筒井康隆の小説を原作とした映画化作品は『時をかける少女』『ジャズ大名』『怖がる人々』『パプリカ』と有名どころはそれなりに見たことがあるのだけれど、筒井康隆の小説を一つも読んだことがないので、このバラエティ豊かな様々なジャンルの映画群からは筒井康隆の小説のイメージを決定づけるものはなにもなかった。もしかすると筒井康隆と云う小説家はつかみどころのないところが魅力的で人気があるのかもしれない。

今回の『敵』も、今までの彼の映画化作品とはまた違ったジャンルの映画だった。

この映画の主人公はフランス近代演劇史を専門とする元大学教授。妻・信子に先立たれ、都内の山の手にある実家の古民家で一人慎ましく暮らしている。講演や執筆で僅かな収入を得ながら、預貯金が後何年持つのか、それが尽きたら終わりを迎えようと計算しながら、来るべき日に向かっておだやかに暮らしている。老いさらばえて終わりの見えない醜態を晒すよりも、しっかりと終わりを決めて、それまでの日々の生活を充実させようと考えている。

だがそんなある日、パソコンの画面に「敵がやって来る」と不穏なメッセージが流れてくる。

「敵」ってなんだろう? がこの映画の大きなポイントになる。それは監督の吉田大八もコメントしている。この映画に出てくる元大学教授の夢の中に、「敵」とはメタファーだ、と云うシーンがあるので、それは単純な外から来る「敵」ではなくて、おそらくは元大学教授に迫りくる「老い」から来る「敵」としか考えられなかった。
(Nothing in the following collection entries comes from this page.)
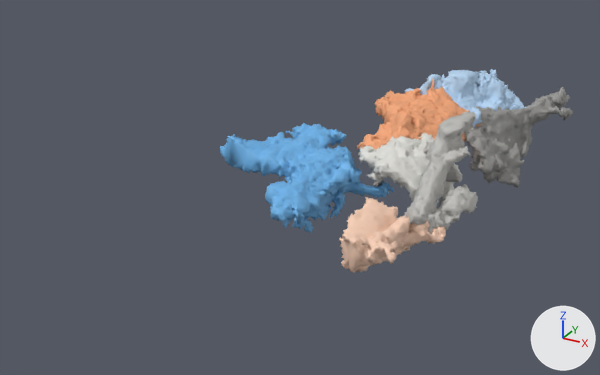
The glTF model preliminary/groups/sample_1_1_group_1.glb as it was, and as the next commit left it.
Before and after are seen from a 50 mm lens placed at (228.8, -21.1, 125.0), pointed at (123.9, 169.7, 29.6). Every picture has the same lights, and +X, +Y and +Z are marked at lower right. The picture after the commit comes second. Where no turn or scale is listed for an object, it has been applied to the vertices.

In view in the first picture: 'contact_3', 'osteocyte_105_round', 'osteocyte_130_untyped', 'osteocyte_141_elongated', 'osteocyte_150_untyped', 'osteocyte_151_round', 'osteocyte_190_elongated', 'osteocyte_231_untyped'.
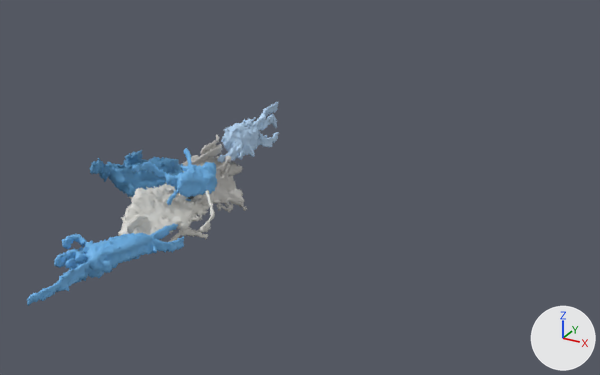
Location of each change, [x1, y1, x2, y2] in pixels of the pictures (600 x 375 px):
'osteocyte_141_elongated', deleted (blue): before [220, 123, 394, 233]
'osteocyte_130_untyped', deleted: before [465, 87, 573, 188]
'osteocyte_231_untyped', deleted: before [405, 112, 478, 234]
'osteocyte_105_round', deleted (beige): before [340, 197, 446, 273]
'osteocyte_56_elongated', added (blue): after [27, 223, 184, 306]
'osteocyte_151_round', deleted (beige): before [357, 79, 482, 151]
'osteocyte_48_untyped', added: after [118, 183, 215, 242]
'osteocyte_150_untyped', deleted: before [358, 133, 461, 203]
'osteocyte_190_elongated', deleted (blue): before [405, 69, 526, 128]
'osteocyte_74_elongated', added (blue): after [90, 150, 183, 197]
'osteocyte_78_elongated', added (blue): after [217, 102, 279, 163]
'osteocyte_77_elongated', added (blue): after [132, 148, 217, 205]
'osteocyte_52_untyped', added: after [181, 135, 247, 213]
'near_1', now drawn: after [225, 156, 231, 162]
'contact_3', recoloured: [378, 180, 384, 186] in both
'near_0', now drawn: after [122, 231, 129, 235]
'contact_2', recoloured: [188, 196, 194, 199] in both

Edits to the bpy script that builds the scene:
```text
Change mat_material_0:
    mat_material_0.base_color: (0.922, 0.408, 0.204) -> (0.165, 0.471, 0.839)  # beige #f6ab7d -> blue #71b7ec
Change mat_material_1:
    mat_material_1.base_color: (0.537, 0.529, 0.506) -> (0.498, 0.698, 0.925)  # light grey #c2c0bd -> blue #bbdaf6
Change mat_material_2:
    mat_material_2.base_color: (0.165, 0.471, 0.839) -> (0.537, 0.529, 0.506)  # blue #71b7ec -> light grey #c2c0bd
Change mat_material_3:
    mat_material_3.base_color: (0.765, 0.761, 0.718) -> (0.0863, 0.275, 0.498)  # light grey #e3e2dc -> blue #538fbb
Change mat_material_4:
    mat_material_4.base_color: (0.961, 0.655, 0.498) -> (0.765, 0.761, 0.718)  # beige #fbd4bb -> light grey #e3e2dc
Remove ob_osteocyte_151_round:
    ob_osteocyte_151_round = bpy.data.objects.new('osteocyte_151_round', me_osteocyte_151_round)
Remove ob_osteocyte_231_untyped:
    ob_osteocyte_231_untyped = bpy.data.objects.new('osteocyte_231_untyped', me_osteocyte_231_untyped)
Remove ob_osteocyte_141_elongated:
    ob_osteocyte_141_elongated = bpy.data.objects.new('osteocyte_141_elongated', me_osteocyte_141_elongated)
Remove ob_osteocyte_150_untyped:
    ob_osteocyte_150_untyped = bpy.data.objects.new('osteocyte_150_untyped', me_osteocyte_150_untyped)
Remove ob_osteocyte_105_round:
    ob_osteocyte_105_round = bpy.data.objects.new('osteocyte_105_round', me_osteocyte_105_round)
Remove ob_osteocyte_130_untyped:
    ob_osteocyte_130_untyped = bpy.data.objects.new('osteocyte_130_untyped', me_osteocyte_130_untyped)
Remove ob_osteocyte_190_elongated:
    ob_osteocyte_190_elongated = bpy.data.objects.new('osteocyte_190_elongated', me_osteocyte_190_elongated)
Add ob_osteocyte_77_elongated:
    ob_osteocyte_77_elongated = bpy.data.objects.new('osteocyte_77_elongated', me_osteocyte_77_elongated)  # 1141 vertices, 2331 faces; spans x 77.3..90.4, y 152.4..182.7, z 16.6..33.5; in mat_material_0 (blue #71b7ec)
    ob_osteocyte_77_elongated.location = (0.0, 0.0, 0.0)
Add ob_osteocyte_48_untyped:
    ob_osteocyte_48_untyped = bpy.data.objects.new('osteocyte_48_untyped', me_osteocyte_48_untyped)  # 3058 vertices, 6245 faces; spans x 70.5..98.0, y 138.0..178.8, z 1.2..24.3; in mat_material_4 (light grey #e3e2dc)
    ob_osteocyte_48_untyped.location = (0.0, 0.0, 0.0)
Add ob_osteocyte_74_elongated:
    ob_osteocyte_74_elongated = bpy.data.objects.new('osteocyte_74_elongated', me_osteocyte_74_elongated)  # 1869 vertices, 3883 faces; spans x 64.8..79.6, y 147.1..179.8, z 17.5..34.5; in mat_material_3 (blue #538fbb)
    ob_osteocyte_74_elongated.location = (0.0, 0.0, 0.0)
Add ob_osteocyte_52_untyped:
    ob_osteocyte_52_untyped = bpy.data.objects.new('osteocyte_52_untyped', me_osteocyte_52_untyped)  # 2655 vertices, 5470 faces; spans x 67.2..93.6, y 174.5..204.4, z 7.0..28.1; in mat_material_2 (light grey #c2c0bd)
    ob_osteocyte_52_untyped.location = (0.0, 0.0, 0.0)
Add ob_osteocyte_78_elongated:
    ob_osteocyte_78_elongated = bpy.data.objects.new('osteocyte_78_elongated', me_osteocyte_78_elongated)  # 2168 vertices, 4555 faces; spans x 74.3..84.5, y 191.0..241.0, z 17.1..29.7; in mat_material_1 (blue #bbdaf6)
    ob_osteocyte_78_elongated.location = (0.0, 0.0, 0.0)
Add ob_osteocyte_56_elongated:
    ob_osteocyte_56_elongated = bpy.data.objects.new('osteocyte_56_elongated', me_osteocyte_56_elongated)  # 2184 vertices, 4477 faces; spans x 78.1..95.7, y 98.4..154.4, z 11.8..24.3; in mat_material_0 (blue #71b7ec)
    ob_osteocyte_56_elongated.location = (0.0, 0.0, 0.0)
```

映画は後半に向けて、現実とも夢とも判断がつかないシーンが増えていく。「老い」には「認知」に問題が生じることも含まれるので、そこを象徴したシーンに見えなくもない。元大学教授も、自分なりの理想的な老後を計画していても、そこまで考えが及んでいなかった「敵」によって大きく生活が乱されてしまう。老いると云うことは、どんなに抗っても、醜態を晒すことなんだろうとおもう。

とても映像化に向いている作品に見えるけれど、筒井康隆のコメントに「すべてにわたり映像化不可能と思っていたものを、すべてにわたり映像化を実現していただけた。」とあった。え? 小説ではどんな文章表現をしているんだろう?